Grow a rainbow in your garden by planting peppers in shades of green, orange, red, yellow, purple or even black. The shapes can be bell, blocks, balls or elongated. The tips of growing peppers from seed, in addition to supposing a nutritious contribution. It brings vitamins, fiber, and antioxidants to the dining table. Red peppers provide more than 100 percent of the daily value of vitamin C and A . Green peppers are full of fiber, folic acid, and vitamin K . They are tropical beauties; the peppers come from the south and thrive in hot afternoons and sensual nights. Peppers grow best when temperatures stay between 20 º to 25 º C during the day and 15 º to 20 º C during the night. The growth stops and the flowers can fall when temperatures fall below 13 º C or rise above 30 º C.
Growing peppers from seed
One of the great advantages of growing peppers is that great harvests are obtained with very little effort. You can growing peppers from seed by following these tips. Whether grown in pots or in planters or directly on land. It is sure that you will harvest peppers in abundance as long as the basic elements are covered: soil, water, fertilizers.

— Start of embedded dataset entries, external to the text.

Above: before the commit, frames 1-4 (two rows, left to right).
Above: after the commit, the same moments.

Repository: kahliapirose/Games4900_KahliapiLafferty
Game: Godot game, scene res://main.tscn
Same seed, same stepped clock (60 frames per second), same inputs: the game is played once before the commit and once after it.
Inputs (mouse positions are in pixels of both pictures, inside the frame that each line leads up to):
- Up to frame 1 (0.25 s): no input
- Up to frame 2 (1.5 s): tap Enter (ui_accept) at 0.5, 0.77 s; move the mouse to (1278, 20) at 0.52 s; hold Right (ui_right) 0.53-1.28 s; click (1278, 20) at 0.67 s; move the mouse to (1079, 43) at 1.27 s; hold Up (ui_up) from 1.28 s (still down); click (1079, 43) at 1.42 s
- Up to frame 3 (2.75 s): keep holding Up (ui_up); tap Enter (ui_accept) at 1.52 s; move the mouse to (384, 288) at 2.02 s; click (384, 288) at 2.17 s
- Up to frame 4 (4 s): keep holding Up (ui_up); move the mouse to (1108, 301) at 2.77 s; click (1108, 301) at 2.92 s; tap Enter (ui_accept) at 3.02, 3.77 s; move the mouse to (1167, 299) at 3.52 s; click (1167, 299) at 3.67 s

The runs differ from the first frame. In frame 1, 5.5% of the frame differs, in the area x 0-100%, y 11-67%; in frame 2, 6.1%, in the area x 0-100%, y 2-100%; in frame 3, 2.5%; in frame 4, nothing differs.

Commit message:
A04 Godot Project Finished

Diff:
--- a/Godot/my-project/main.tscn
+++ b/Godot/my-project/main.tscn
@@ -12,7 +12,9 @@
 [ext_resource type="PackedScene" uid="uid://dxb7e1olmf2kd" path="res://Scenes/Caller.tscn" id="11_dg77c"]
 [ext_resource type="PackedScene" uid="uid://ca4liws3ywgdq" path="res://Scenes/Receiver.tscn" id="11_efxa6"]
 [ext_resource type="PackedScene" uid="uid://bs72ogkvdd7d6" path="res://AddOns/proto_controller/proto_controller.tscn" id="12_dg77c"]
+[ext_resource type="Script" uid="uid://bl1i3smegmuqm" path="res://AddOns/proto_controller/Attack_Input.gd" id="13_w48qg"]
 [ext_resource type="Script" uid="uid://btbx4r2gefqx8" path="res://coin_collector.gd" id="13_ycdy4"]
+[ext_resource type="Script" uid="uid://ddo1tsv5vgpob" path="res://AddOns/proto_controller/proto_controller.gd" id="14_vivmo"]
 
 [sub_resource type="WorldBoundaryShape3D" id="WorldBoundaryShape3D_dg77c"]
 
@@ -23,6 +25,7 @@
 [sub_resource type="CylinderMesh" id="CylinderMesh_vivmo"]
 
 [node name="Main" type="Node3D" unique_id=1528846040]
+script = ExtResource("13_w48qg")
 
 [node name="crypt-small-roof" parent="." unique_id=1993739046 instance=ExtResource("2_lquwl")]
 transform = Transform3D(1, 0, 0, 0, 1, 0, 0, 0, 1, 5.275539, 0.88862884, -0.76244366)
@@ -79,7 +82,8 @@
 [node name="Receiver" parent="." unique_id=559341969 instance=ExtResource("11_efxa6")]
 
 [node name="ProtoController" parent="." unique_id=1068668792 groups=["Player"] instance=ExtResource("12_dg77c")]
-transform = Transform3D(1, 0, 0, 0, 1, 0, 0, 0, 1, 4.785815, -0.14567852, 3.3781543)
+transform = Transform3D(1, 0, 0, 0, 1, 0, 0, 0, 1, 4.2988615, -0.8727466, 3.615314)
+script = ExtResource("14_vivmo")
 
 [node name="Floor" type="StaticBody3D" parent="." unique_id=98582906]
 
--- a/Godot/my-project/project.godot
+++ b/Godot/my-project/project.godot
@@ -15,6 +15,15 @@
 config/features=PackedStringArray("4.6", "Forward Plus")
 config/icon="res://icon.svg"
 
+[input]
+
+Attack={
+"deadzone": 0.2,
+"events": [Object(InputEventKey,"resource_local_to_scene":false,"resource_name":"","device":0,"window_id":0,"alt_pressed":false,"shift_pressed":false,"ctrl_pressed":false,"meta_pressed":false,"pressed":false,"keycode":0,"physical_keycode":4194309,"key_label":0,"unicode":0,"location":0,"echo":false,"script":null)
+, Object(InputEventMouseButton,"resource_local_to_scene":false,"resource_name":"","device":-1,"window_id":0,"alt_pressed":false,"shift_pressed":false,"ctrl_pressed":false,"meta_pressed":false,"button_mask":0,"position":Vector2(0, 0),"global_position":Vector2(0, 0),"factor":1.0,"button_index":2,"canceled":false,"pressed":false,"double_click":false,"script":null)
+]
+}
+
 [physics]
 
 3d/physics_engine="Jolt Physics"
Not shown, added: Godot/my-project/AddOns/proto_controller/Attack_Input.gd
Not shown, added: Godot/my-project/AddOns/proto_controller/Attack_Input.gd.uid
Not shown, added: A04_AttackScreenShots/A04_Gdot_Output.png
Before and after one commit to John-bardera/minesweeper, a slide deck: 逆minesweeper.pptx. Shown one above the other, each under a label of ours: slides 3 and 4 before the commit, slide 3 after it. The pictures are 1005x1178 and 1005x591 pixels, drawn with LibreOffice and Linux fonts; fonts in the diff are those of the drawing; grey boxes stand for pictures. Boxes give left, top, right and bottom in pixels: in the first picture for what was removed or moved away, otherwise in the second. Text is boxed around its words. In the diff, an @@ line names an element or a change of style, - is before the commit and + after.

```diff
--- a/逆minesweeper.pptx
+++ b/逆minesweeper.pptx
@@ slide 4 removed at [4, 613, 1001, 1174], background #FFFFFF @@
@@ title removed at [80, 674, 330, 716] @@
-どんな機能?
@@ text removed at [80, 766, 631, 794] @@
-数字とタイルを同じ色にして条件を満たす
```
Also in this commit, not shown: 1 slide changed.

Peppers prefer at least 6 hours of sun a day. Plants in a substrate rich in organic matter and phosphorus and with good drainage. The soil should not be cold when transplanting the seedlings (20º is the ideal temperature). The distance between plants should be 30 cm in rows that in turn are 40 cm from each other or 30 cm in a stepped pattern. This stepped pattern is done by placing three plants, in a 90 cm wide strip. When the plant is already grown, the leaves of the pepper plant should touch as little as possible. The tight space between plants helps to provide shade, which reduces the evaporation of water. The shade that this gives to the fruit also protects it from sunburn. Insert rods at the time of planting. As the peppers mature, tie the stems full of fruit to the canes to prevent them from breaking.
Water and fertilizer
The pepper plant constantly needs moist soil if the fruits can develop a bitter taste. The mulch helps retain soil moisture, but if it gets too early in the season, it can also reduce soil temperature. Black plastic or gravel is heated early in the season. Use it even before planting to prepare fresh spring soil for early planting. To avoid cooling the soil, do not apply coverages such as hay, shredded leaves, white plastic or blades of grass until the first peppers come out. Mix earthworm humus or compost in the planting holes, along with a specific tomato fertilizer. When the fruits begin to form, feed the plants again with specialized fertilizer, fish emulsion or manure tea.
Tips:
If the plants are blooming, but we are not seeing fruits, you have to give them some gentle shakes every day. The flowers of the pepper are self-pollinated, which means that they bloom and that they are pollinated by both the bees and the wind. If the stems of the peppers turn black, that is a sign of maturity, not of disease. You can start to collect your peppers when they are still green or wait until they turn red, yellow or orange. Sweet peppers are sweeter and hot peppers are hotter when the fruits are red. If you collect the peppers that are still green, the plant will continue to bear fruit. To harvest, use a knife or scissors to cut through the stems to make a clean cut and prevent damage to the growth stems. Leaving a piece of stem in the pepper improves storage.